On 2018-02-13 12:41:26 +0530, amul sul wrote:
> From 08c8c7ece7d9411e70a780dbeed89d81419db6b6 Mon Sep 17 00:00:00 2001
> From: Amul Sul <sulamul(at)gmail(dot)com>
> Date: Tue, 13 Feb 2018 12:37:52 +0530
> Subject: [PATCH 1/2] Invalidate ip_blkid v5
>
> v5:
> - Added code in heap_mask to skip wal_consistency_checking[7]
> - Fixed previous todos.
>
> v5-wip2:
> - Minor changes in RelationFindReplTupleByIndex() and
> RelationFindReplTupleSeq()
>
> - TODO;
> Same as the privious
>
> v5-wip: Update w.r.t Amit Kapila's comments[6].
> - Reverted error message in nodeModifyTable.c from 'tuple to be locked'
> to 'tuple to be updated'.
>
> - TODO:
> 1. Yet to made a decision of having LOG/ELOG/ASSERT in the
> RelationFindReplTupleByIndex() and RelationFindReplTupleSeq().
>
> v4: Rebased on "UPDATE of partition key v35" patch[5].
>
> v3: Update w.r.t Amit Kapila's[3] & Alvaro Herrera[4] comments
> - typo in all error message and comment : "to an another" -> "to another"
> - error message change : "tuple to be updated" -> "tuple to be locked"
> - In ExecOnConflictUpdate(), error report converted into assert &
> comments added.
>
> v2: Updated w.r.t Robert review comments[2]
> - Updated couple of comment of heap_delete argument and ItemPointerData
> - Added same concurrent update error logic in ExecOnConflictUpdate,
> RelationFindReplTupleByIndex and RelationFindReplTupleSeq
>
> v1: Initial version -- as per Amit Kapila's suggestions[1]
> - When tuple is being moved to another partition then ip_blkid in the
> tuple header mark to InvalidBlockNumber.

Very nice and instructive to keep this in a submission's commit message.

> diff --git a/src/backend/access/heap/heapam.c b/src/backend/access/heap/heapam.c
> index 8a846e7dba..f4560ee9cb 100644
> --- a/src/backend/access/heap/heapam.c
> +++ b/src/backend/access/heap/heapam.c
> @@ -3037,6 +3037,8 @@ xmax_infomask_changed(uint16 new_infomask, uint16 old_infomask)
> * crosscheck - if not InvalidSnapshot, also check tuple against this
> * wait - true if should wait for any conflicting update to commit/abort
> * hufd - output parameter, filled in failure cases (see below)
> + * row_moved - true iff the tuple is being moved to another partition
> + * table due to an update of partition key.
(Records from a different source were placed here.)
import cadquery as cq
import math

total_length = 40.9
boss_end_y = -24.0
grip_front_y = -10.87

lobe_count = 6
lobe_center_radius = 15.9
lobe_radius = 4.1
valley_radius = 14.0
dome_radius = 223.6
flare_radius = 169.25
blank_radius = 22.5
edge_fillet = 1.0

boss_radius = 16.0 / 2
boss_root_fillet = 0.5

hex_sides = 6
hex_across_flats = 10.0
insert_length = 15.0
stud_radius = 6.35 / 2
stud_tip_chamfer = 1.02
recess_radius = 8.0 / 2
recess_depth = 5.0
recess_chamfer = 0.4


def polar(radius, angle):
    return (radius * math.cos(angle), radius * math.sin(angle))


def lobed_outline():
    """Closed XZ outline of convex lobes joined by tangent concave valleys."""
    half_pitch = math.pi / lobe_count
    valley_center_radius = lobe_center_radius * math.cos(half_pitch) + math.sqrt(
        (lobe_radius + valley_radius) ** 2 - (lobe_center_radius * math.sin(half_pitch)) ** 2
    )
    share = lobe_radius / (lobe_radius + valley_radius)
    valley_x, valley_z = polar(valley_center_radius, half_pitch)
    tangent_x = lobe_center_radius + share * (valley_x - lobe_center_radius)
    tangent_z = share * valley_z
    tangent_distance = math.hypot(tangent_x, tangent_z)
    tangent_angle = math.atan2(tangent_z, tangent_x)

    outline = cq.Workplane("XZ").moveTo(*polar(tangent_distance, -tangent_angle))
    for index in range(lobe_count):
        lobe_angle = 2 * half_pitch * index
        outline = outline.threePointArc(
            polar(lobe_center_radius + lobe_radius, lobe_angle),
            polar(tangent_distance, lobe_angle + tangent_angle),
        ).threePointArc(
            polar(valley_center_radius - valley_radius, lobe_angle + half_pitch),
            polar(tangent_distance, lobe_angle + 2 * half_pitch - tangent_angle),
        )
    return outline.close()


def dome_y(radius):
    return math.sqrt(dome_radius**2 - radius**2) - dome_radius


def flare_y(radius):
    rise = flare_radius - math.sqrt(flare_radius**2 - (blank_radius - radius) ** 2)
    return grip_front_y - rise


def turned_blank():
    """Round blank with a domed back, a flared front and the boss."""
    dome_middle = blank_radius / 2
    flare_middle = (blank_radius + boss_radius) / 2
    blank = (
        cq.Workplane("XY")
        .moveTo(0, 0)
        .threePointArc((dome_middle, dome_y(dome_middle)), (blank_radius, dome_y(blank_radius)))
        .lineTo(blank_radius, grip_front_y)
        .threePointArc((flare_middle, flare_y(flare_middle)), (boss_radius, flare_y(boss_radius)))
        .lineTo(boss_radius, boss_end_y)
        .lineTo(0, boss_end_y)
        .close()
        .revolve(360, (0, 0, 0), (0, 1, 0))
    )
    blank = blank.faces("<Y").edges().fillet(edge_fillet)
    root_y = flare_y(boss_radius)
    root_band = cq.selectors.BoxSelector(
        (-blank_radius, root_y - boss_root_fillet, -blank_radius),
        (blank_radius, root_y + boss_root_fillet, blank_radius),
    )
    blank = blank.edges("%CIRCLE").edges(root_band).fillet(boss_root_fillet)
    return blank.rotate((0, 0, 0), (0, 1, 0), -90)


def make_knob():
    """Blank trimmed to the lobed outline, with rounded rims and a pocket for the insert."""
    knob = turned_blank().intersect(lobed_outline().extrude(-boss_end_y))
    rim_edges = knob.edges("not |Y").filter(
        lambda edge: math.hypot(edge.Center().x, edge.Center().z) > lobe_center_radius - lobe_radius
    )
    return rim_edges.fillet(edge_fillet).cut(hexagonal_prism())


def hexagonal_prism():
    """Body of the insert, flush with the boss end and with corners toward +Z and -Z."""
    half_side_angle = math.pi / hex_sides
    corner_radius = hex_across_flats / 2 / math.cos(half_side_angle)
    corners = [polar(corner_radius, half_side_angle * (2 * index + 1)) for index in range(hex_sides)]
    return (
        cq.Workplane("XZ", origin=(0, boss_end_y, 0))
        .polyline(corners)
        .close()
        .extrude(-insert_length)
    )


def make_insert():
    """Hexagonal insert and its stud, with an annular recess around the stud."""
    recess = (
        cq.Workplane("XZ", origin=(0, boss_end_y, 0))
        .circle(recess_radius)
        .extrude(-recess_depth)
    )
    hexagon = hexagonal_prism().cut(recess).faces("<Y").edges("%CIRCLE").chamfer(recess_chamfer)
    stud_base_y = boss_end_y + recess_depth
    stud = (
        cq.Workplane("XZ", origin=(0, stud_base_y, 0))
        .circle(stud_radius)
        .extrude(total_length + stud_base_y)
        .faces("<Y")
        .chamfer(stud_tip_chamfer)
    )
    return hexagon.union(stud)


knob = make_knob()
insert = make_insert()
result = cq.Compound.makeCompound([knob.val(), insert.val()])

Otherwise, false.
> *

I don't think 'row_moved' is a good variable name for this. Moving a row
in our heap format can mean a lot of things. Maybe 'to_other_part' or
'changing_part'?

> + /*
> + * Sets a block identifier to the InvalidBlockNumber to indicate such an
> + * update being moved tuple to another partition.
> + */
> + if (row_moved)
> + BlockIdSet(&((tp.t_data->t_ctid).ip_blkid), InvalidBlockNumber);

The parens here are set in a bit werid way. I assume that's from copying
it out of ItemPointerSet()? Why aren't you just using ItemPointerSetBlockNumber()?
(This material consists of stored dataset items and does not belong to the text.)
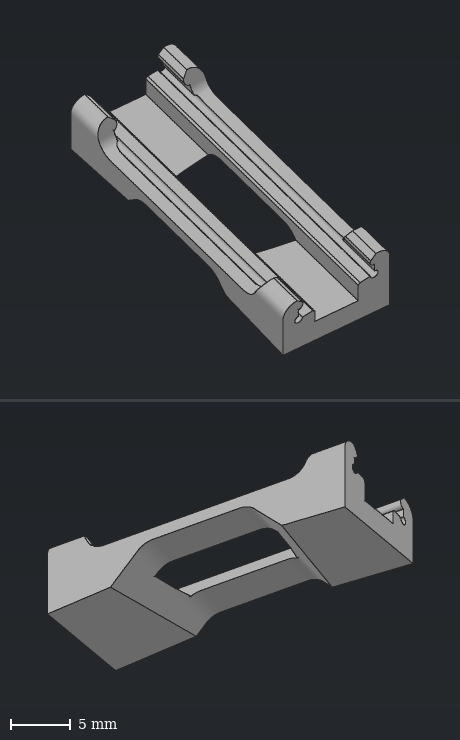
import cadquery as cq
import math

LENGTH = 28.87
WIDTH = 11.4
HEIGHT = 7.74

LEDGE_Z = HEIGHT - 2.53
RAIL_UNDERSIDE_Z = HEIGHT - 3.82

CLIP_RADIUS = 1.4
NOSE_FLAT_END = 1.5
NOSE_TIP_OFFSET = 2.05
NOSE_LEAD_IN = NOSE_TIP_OFFSET - NOSE_FLAT_END
NOSE_MID_OFFSET = 2.09
NOSE_MID_DROP = 0.95
NOSE_END_DROP = 1.32
WALL_THICKNESS = 1.64
GROOVE_OFFSET = 1.67
GROOVE_RADIUS = 0.4

CHANNEL_WIDTH = 4.62
CHANNEL_CHAMFER = 0.2
CROSS_SLOPE = 0.15
FLOOR_MID_Z = HEIGHT - 4.4

CLIP_TOP_LENGTH = 3.18
CLIP_END_ANGLE = 65
CLIP_END_FILLET = 1.75

RAMP_ANGLE = 47
RAMP_CORNER_INSET = 9.37
RAMP_FILLET = 2.0

END_RISE_ANGLE = 4.15

CLEARANCE = 2.0


def clip_wall(side):
    """Clip wall on one side (+1 or -1), with a rounded back and an inward nose."""

    def at(offset, drop):
        return side * (WIDTH / 2 - offset), HEIGHT - drop

    back_offset = CLIP_RADIUS * (1 - math.cos(math.pi / 4))
    profile = (
        cq.Workplane("YZ", origin=(-LENGTH / 2, 0, 0))
        .moveTo(*at(0, HEIGHT - LEDGE_Z))
        .lineTo(*at(0, CLIP_RADIUS))
        .threePointArc(at(back_offset, back_offset), at(CLIP_RADIUS, 0))
        .lineTo(*at(NOSE_FLAT_END, 0))
        .lineTo(*at(NOSE_TIP_OFFSET, NOSE_LEAD_IN))
        .threePointArc(at(NOSE_MID_OFFSET, NOSE_MID_DROP), at(WALL_THICKNESS, NOSE_END_DROP))
        .lineTo(*at(WALL_THICKNESS, HEIGHT - LEDGE_Z))
        .close()
    )
    return profile.extrude(LENGTH)


def groove(side):
    """Round relief groove in the corner between a clip wall and its ledge."""
    return (
        cq.Workplane("YZ", origin=(-LENGTH / 2, 0, 0))
        .center(side * (WIDTH / 2 - GROOVE_OFFSET), LEDGE_Z)
        .circle(GROOVE_RADIUS)
        .extrude(LENGTH)
    )


def channel():
    """Central channel with a sloping floor and chamfered upper edges."""
    half = CHANNEL_WIDTH / 2
    floor_rise = half * CROSS_SLOPE
    profile = [
        (-half, FLOOR_MID_Z + floor_rise),
        (-half, LEDGE_Z - CHANNEL_CHAMFER),
        (-half - CHANNEL_CHAMFER, LEDGE_Z),
        (half + CHANNEL_CHAMFER, LEDGE_Z),
        (half, LEDGE_Z - CHANNEL_CHAMFER),
        (half, FLOOR_MID_Z - floor_rise),
    ]
    return cq.Workplane("YZ", origin=(-LENGTH / 2, 0, 0)).polyline(profile).close().extrude(LENGTH)


def clip_gap():
    """Flared opening that parts the clip walls into four end clips."""
    run_per_rise = 1 / math.tan(math.radians(CLIP_END_ANGLE))
    top_z = HEIGHT + CLEARANCE
    half_floor = LENGTH / 2 - CLIP_TOP_LENGTH - (HEIGHT - LEDGE_Z) * run_per_rise
    half_top = half_floor + (top_z - LEDGE_Z) * run_per_rise
    outline = [(-half_floor, LEDGE_Z), (half_floor, LEDGE_Z), (half_top, top_z), (-half_top, top_z)]
    gap = cq.Workplane("XZ").polyline(outline).close().extrude(WIDTH / 2 + CLEARANCE, both=True)
    return gap.edges("|Y").edges("<Z").fillet(CLIP_END_FILLET)


def arch():
    """Flared opening below the rails, through the channel floor and the base."""
    half_top = LENGTH / 2 - RAMP_CORNER_INSET
    half_bottom = half_top + (RAIL_UNDERSIDE_Z + CLEARANCE) / math.tan(math.radians(RAMP_ANGLE))
    outline = [
        (-half_top, RAIL_UNDERSIDE_Z),
        (half_top, RAIL_UNDERSIDE_Z),
        (half_bottom, -CLEARANCE),
        (-half_bottom, -CLEARANCE),
    ]
    opening = cq.Workplane("XZ").polyline(outline).close().extrude(WIDTH / 2 + CLEARANCE, both=True)
    return opening.edges("|Y").edges(">Z").fillet(RAMP_FILLET)


def body():
    """Full-length body below the ledges, its base sloping across Y and rising toward mid-length."""
    half_width = WIDTH / 2
    end_profile = [
        (half_width, 0),
        (-half_width, WIDTH * CROSS_SLOPE),
        (-half_width, LEDGE_Z),
        (half_width, LEDGE_Z),
    ]
    block = cq.Workplane("YZ", origin=(-LENGTH / 2, 0, 0)).polyline(end_profile).close().extrude(LENGTH)
    mid_rise = LENGTH / 2 * math.tan(math.radians(END_RISE_ANGLE))
    ridge_profile = [
        (-LENGTH / 2, 0),
        (0, mid_rise),
        (LENGTH / 2, 0),
        (LENGTH / 2, -CLEARANCE),
        (-LENGTH / 2, -CLEARANCE),
    ]
    sweep_path = cq.Edge.makeLine(
        cq.Vector(0, half_width, 0),
        cq.Vector(0, -half_width, WIDTH * CROSS_SLOPE),
    )
    ridge = (
        cq.Workplane("XZ", origin=(0, half_width, 0))
        .polyline(ridge_profile)
        .close()
        .sweep(cq.Workplane(obj=cq.Wire.assembleEdges([sweep_path])))
    )
    return block.cut(ridge)


result = body()
for side in (1, -1):
    result = result.union(clip_wall(side))
result = result.cut(clip_gap()).cut(arch()).cut(channel())
for side in (1, -1):
    result = result.cut(groove(side))
result = cq.Workplane(obj=result.solids().val())

I think it'd be better if we followed the example of specultive inserts
and created an equivalent of HeapTupleHeaderSetSpeculativeToken. That'd
be a heck of a lot easier to grep for...

> @@ -9314,6 +9323,18 @@ heap_mask(char *pagedata, BlockNumber blkno)
> */
> if (HeapTupleHeaderIsSpeculative(page_htup))
> ItemPointerSet(&page_htup->t_ctid, blkno, off);
> +
> + /*
> + * For a deleted tuple, a block identifier is set to the

I think this 'the' is superflous.

> + * InvalidBlockNumber to indicate that the tuple has been moved to
> + * another partition due to an update of partition key.

But I think it should be 'the partition key'.
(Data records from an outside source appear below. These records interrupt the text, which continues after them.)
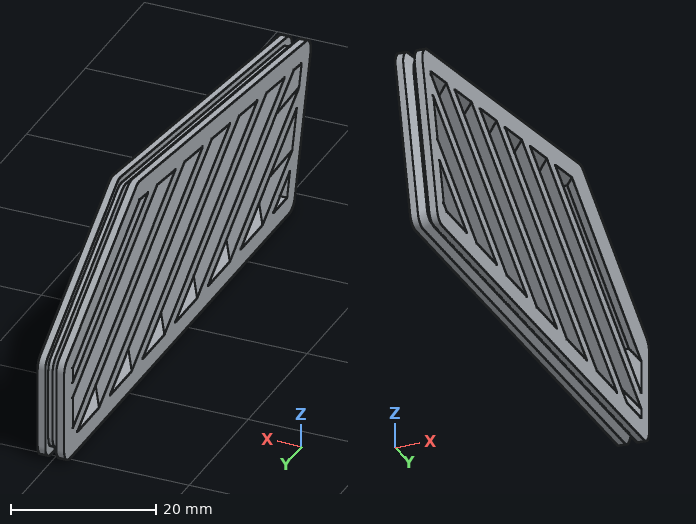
import cadquery as cq
import math

thickness = 4.0
front_flange = 1.2
back_flange = 1.2
groove_depth = 1.0
corner_radius = 2.0

bottom_length = 77.8
nose_reach = 84.2
nose_height = 24.1
apex_offset = 24.9
apex_height = 31.7
end_wall_height = 15.4
outline = [
    (0, 0),
    (0, end_wall_height),
    (-apex_offset, apex_height),
    (-nose_reach, nose_height),
    (-bottom_length, 0),
]

frame_width = 2.9
blade_pitch = 6.07
blade_width = 2.0
blade_drop = 4.1
first_blade_distance = 1.8
blade_count = 9
blades_above = 1


def inset_outline(inset):
    """Move every outline edge inward and return the new sharp corners."""
    corners = []
    for i, (y, z) in enumerate(outline):
        y_before, z_before = outline[i - 1]
        y_after, z_after = outline[(i + 1) % len(outline)]
        length_in = math.hypot(y - y_before, z - z_before)
        length_out = math.hypot(y_after - y, z_after - z)
        in_y, in_z = (y - y_before) / length_in, (z - z_before) / length_in
        out_y, out_z = (y_after - y) / length_out, (z_after - z) / length_out
        reach = inset / (in_y * out_z - in_z * out_y)
        corners.append((y + reach * (out_y - in_y), z + reach * (out_z - in_z)))
    return corners


def plate(inset, x_start, x_end):
    """Sharp-cornered plate between two X positions."""
    return (
        cq.Workplane("YZ", origin=(x_start, 0, 0))
        .polyline(inset_outline(inset))
        .close()
        .extrude(x_end - x_start)
    )


def rounded_plate(inset, x_start, x_end):
    return plate(inset, x_start, x_end).edges("|X").fillet(corner_radius)


def sloped_groove_wall():
    """Transition from the front flange down to the groove floor."""
    x_end = front_flange + groove_depth
    wide = rounded_plate(0, 0, front_flange).faces(">X").wires().val()
    narrow = rounded_plate(groove_depth, front_flange, x_end).faces(">X").wires().val()
    return cq.Workplane(cq.Solid.makeLoft([wide, narrow], True))


def grooved_body():
    back_start = thickness - back_flange
    front = rounded_plate(0, 0, front_flange)
    floor = rounded_plate(groove_depth, front_flange + groove_depth, back_start)
    back = rounded_plate(0, back_start, thickness)
    return front.union(sloped_groove_wall()).union(floor).union(back)


def louver_blades():
    """Slanted blades parallel to the sloping end edge, trimmed to the window."""
    edge_angle = math.atan2(apex_height - end_wall_height, apex_offset)
    edge_y, edge_z = inset_outline(frame_width)[1]
    slope_plane = cq.Plane(
        origin=(0, edge_y, edge_z),
        xDir=(1, 0, 0),
        normal=(0, -math.cos(edge_angle), math.sin(edge_angle)),
    )
    blades = cq.Workplane(slope_plane)
    for i in range(-blades_above, blade_count - blades_above):
        top = -first_blade_distance - i * blade_pitch
        blades = blades.polyline([
            (0, top),
            (thickness, top - blade_drop),
            (thickness, top - blade_drop - blade_width),
            (0, top - blade_width),
        ]).close()
    blades = blades.extrude(nose_reach, both=True)
    return blades.intersect(plate(frame_width, 0, thickness))


frame = grooved_body().cut(plate(frame_width, 0, thickness))
result = frame.union(louver_blades())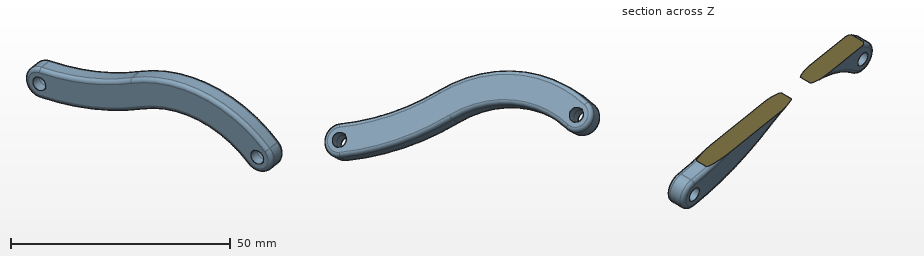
import cadquery as cq
import math

length = 67.0
height = 16.35
thickness = 5.0
end_radius = 3.95
hole_diameter = 3.5
edge_fillet = 1.0
crest_radius = 29.35

hole_spacing = length - 2 * end_radius
crest_rise = height - 2 * end_radius
crest_to_right_hole = math.sqrt(crest_radius**2 - (crest_radius - crest_rise)**2)
crest_x = hole_spacing - crest_to_right_hole
join_angle = 2 * math.atan2(crest_rise, crest_x)
sweep_radius = crest_x / math.sin(join_angle) - crest_radius
right_angle = math.asin(crest_to_right_hole / crest_radius)

sweep_center = (0, sweep_radius)
crest_center = (crest_x, crest_rise - crest_radius)


def point_on_circle(center, radius, angle):
    """Point at an angle measured clockwise from straight up."""
    return (center[0] + radius * math.sin(angle), center[1] + radius * math.cos(angle))


def sweep_point(offset, angle):
    """Point on the concave stretch, offset above the centreline."""
    return point_on_circle(sweep_center, sweep_radius - offset, math.pi - angle)


def crest_point(offset, angle):
    """Point on the convex stretch, offset above the centreline."""
    return point_on_circle(crest_center, crest_radius + offset, angle)


mid_crest_angle = (right_angle - join_angle) / 2
right_tip = point_on_circle((hole_spacing, 0), end_radius, right_angle + math.pi / 2)
arm = (
    cq.Workplane("XZ")
    .moveTo(*sweep_point(end_radius, 0))
    .threePointArc(sweep_point(end_radius, join_angle / 2), sweep_point(end_radius, join_angle))
    .threePointArc(crest_point(end_radius, mid_crest_angle), crest_point(end_radius, right_angle))
    .threePointArc(right_tip, crest_point(-end_radius, right_angle))
    .threePointArc(crest_point(-end_radius, mid_crest_angle), crest_point(-end_radius, -join_angle))
    .threePointArc(sweep_point(-end_radius, join_angle / 2), sweep_point(-end_radius, 0))
    .threePointArc((-end_radius, 0), sweep_point(end_radius, 0))
    .close()
    .extrude(thickness / 2, both=True)
)

arm = arm.faces("<Y or >Y").edges().fillet(edge_fillet)

holes = (
    cq.Workplane("XZ")
    .pushPoints([(0, 0), (hole_spacing, 0)])
    .circle(hole_diameter / 2)
    .extrude(thickness, both=True)
)

result = arm.cut(holes)

> + * Like speculative tuple, to ignore any inconsistency set block
> + * identifier to current block number.

This doesn't quite parse.

> + */
> + if (!BlockNumberIsValid(
> + BlockIdGetBlockNumber((&((page_htup->t_ctid).ip_blkid)))))
> + BlockIdSet(&((page_htup->t_ctid).ip_blkid), blkno);
> }

That formatting looks wrong. I think it should be replaced by a macro
like mentioned above.

> /*
> diff --git a/src/backend/commands/trigger.c b/src/backend/commands/trigger.c
> index 160d941c00..a770531e14 100644
> --- a/src/backend/commands/trigger.c
> +++ b/src/backend/commands/trigger.c
> @@ -3071,6 +3071,11 @@ ltrmark:;
> ereport(ERROR,
> (errcode(ERRCODE_T_R_SERIALIZATION_FAILURE),
> errmsg("could not serialize access due to concurrent update")));
> + if (!BlockNumberIsValid(BlockIdGetBlockNumber(&((hufd.ctid).ip_blkid))))
> + ereport(ERROR,
> + (errcode(ERRCODE_OBJECT_NOT_IN_PREREQUISITE_STATE),
> + errmsg("tuple to be locked was already moved to another partition due to concurrent update")));

Yes, given that we repeat this in multiple places, I *definitely* want
to see this wrapped in a macro with a descriptive name.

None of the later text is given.